There's yet another improvement to be made: we are laboriously using exact to prove the goals, but they follow trivially from assumptions. Let's simplify again:
Require Import Utf8.

Lemma and_commutative: ∀ P Q, P ∧ Q ↔ Q ∧ P.
Proof.
  assert (∀ P Q, P ∧ Q → Q ∧ P) as Himplication. {
    intros P Q HPandQ.
    destruct HPandQ as [HP HQ].
    split; assumption.
  }
  intros P Q.
  split; apply Himplication.
Qed.

This uses a ; tactical to shorten the proof a bit more, by merging identical tactic sequences into one.
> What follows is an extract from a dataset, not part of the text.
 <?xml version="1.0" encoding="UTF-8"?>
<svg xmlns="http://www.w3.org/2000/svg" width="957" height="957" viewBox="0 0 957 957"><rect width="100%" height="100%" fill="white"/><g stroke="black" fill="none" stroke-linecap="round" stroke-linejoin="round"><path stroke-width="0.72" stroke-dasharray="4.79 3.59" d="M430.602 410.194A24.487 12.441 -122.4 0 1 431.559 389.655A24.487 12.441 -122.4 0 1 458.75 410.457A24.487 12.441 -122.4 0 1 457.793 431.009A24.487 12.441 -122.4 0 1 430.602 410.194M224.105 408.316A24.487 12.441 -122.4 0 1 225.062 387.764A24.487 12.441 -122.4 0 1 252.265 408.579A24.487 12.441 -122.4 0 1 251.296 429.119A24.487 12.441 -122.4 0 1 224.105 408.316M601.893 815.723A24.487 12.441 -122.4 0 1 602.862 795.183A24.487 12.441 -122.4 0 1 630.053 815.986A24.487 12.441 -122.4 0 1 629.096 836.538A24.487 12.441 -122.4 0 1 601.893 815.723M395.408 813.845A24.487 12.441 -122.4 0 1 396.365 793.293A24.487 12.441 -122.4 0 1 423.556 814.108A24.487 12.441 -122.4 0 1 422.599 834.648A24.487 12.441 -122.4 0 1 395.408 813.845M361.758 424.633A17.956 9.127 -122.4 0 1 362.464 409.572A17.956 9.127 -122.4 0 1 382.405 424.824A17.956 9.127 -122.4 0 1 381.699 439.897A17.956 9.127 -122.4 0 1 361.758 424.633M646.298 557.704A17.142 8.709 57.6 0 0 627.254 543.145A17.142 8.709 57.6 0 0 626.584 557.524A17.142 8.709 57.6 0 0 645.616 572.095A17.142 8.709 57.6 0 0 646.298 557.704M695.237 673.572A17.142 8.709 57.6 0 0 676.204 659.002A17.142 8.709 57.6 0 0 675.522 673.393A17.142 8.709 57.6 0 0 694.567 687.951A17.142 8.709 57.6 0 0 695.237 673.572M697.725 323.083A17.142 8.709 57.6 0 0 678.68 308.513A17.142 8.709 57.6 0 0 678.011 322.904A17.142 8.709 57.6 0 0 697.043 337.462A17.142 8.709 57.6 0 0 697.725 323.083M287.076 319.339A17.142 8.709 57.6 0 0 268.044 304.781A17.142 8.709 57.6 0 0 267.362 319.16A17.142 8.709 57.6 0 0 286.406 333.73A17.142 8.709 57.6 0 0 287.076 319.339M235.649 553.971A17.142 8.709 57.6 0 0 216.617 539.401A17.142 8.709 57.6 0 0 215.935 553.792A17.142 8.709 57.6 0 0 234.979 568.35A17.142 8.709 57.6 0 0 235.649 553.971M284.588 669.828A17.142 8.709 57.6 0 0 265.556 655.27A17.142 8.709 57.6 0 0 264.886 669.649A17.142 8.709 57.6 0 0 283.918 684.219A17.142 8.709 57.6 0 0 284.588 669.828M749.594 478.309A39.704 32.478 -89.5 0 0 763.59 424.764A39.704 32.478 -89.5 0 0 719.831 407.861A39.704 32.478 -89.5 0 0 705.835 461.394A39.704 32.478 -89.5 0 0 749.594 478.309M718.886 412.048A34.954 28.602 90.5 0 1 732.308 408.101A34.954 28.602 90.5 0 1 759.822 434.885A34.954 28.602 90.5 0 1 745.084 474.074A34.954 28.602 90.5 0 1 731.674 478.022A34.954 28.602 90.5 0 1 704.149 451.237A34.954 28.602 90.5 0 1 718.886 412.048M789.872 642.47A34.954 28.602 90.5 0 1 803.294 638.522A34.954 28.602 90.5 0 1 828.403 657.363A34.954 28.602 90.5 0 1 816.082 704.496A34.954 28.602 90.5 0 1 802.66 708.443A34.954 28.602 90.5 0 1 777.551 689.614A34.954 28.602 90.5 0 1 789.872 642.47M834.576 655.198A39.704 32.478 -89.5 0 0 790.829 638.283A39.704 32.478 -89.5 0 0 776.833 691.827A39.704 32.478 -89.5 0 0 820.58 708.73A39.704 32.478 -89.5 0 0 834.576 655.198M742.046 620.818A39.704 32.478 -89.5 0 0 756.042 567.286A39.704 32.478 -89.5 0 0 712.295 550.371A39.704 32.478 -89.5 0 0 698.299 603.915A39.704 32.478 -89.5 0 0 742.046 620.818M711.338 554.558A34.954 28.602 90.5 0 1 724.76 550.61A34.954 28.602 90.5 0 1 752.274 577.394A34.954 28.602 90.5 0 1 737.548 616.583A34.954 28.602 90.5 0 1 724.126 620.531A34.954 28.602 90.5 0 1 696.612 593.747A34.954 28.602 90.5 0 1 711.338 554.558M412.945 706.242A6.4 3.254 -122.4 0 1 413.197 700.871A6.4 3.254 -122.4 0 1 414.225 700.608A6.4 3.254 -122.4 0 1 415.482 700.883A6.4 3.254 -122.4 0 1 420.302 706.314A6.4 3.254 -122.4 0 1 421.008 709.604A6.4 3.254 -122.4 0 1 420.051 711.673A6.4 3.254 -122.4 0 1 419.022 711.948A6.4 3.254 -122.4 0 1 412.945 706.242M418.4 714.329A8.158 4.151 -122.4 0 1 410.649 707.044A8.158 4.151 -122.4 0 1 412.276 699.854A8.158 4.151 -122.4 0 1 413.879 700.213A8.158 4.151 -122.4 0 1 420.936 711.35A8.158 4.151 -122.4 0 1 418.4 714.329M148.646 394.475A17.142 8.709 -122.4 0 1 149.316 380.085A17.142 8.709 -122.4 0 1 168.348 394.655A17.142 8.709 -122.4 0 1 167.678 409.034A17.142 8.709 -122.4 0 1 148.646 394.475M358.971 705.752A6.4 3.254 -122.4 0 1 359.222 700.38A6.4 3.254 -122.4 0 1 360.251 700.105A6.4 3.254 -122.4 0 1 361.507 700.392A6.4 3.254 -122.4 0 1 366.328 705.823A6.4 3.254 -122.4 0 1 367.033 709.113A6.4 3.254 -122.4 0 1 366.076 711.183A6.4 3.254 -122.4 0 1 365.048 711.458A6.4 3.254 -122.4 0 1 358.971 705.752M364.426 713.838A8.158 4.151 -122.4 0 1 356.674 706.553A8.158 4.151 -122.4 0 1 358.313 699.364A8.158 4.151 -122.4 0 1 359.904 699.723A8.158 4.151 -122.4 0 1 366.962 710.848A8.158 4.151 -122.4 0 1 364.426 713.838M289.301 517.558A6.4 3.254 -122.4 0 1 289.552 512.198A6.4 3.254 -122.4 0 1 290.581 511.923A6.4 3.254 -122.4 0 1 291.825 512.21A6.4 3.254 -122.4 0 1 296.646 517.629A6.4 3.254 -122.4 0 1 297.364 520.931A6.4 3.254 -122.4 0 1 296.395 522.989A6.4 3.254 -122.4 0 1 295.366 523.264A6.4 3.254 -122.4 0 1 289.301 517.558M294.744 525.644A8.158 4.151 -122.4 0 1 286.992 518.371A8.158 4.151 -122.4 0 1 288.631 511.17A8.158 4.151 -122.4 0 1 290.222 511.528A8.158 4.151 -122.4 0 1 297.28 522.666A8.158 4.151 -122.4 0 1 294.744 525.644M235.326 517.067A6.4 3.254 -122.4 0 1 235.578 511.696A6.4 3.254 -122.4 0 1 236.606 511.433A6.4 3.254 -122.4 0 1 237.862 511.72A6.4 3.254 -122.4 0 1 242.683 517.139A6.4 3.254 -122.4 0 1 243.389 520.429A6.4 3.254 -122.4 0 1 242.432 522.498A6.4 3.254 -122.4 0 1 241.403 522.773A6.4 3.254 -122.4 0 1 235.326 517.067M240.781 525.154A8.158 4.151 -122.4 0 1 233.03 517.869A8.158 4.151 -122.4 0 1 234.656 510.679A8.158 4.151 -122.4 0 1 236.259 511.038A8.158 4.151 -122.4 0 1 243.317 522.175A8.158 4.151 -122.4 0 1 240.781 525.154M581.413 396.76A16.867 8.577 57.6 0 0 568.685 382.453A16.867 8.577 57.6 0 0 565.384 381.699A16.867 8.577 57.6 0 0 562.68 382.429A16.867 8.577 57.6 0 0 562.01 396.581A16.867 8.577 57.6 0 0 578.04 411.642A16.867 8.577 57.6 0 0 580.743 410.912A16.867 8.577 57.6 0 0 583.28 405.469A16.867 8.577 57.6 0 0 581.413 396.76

A final simplification would be to use introduction patterns and the fact that split will auto-introduce assumptions if neccessary:
Require Import Utf8.

Lemma and_commutative: ∀ P Q, P ∧ Q ↔ Q ∧ P.
Proof.
  assert (∀ P Q, P ∧ Q → Q ∧ P) as Himplication. {
    intros P Q  [HP HQ].
    split; assumption.
  }
  split; apply Himplication.
Qed.

Further improvement would be possible here by using auto instead of the split; ... sequences, but at this point, we're almost at the level of using firstorder anyway...
JFTR: I only Require Import Utf8 so that I can use unicode symbols such as \forall and \leftrightarrow; it has no influence on the proofs themselves.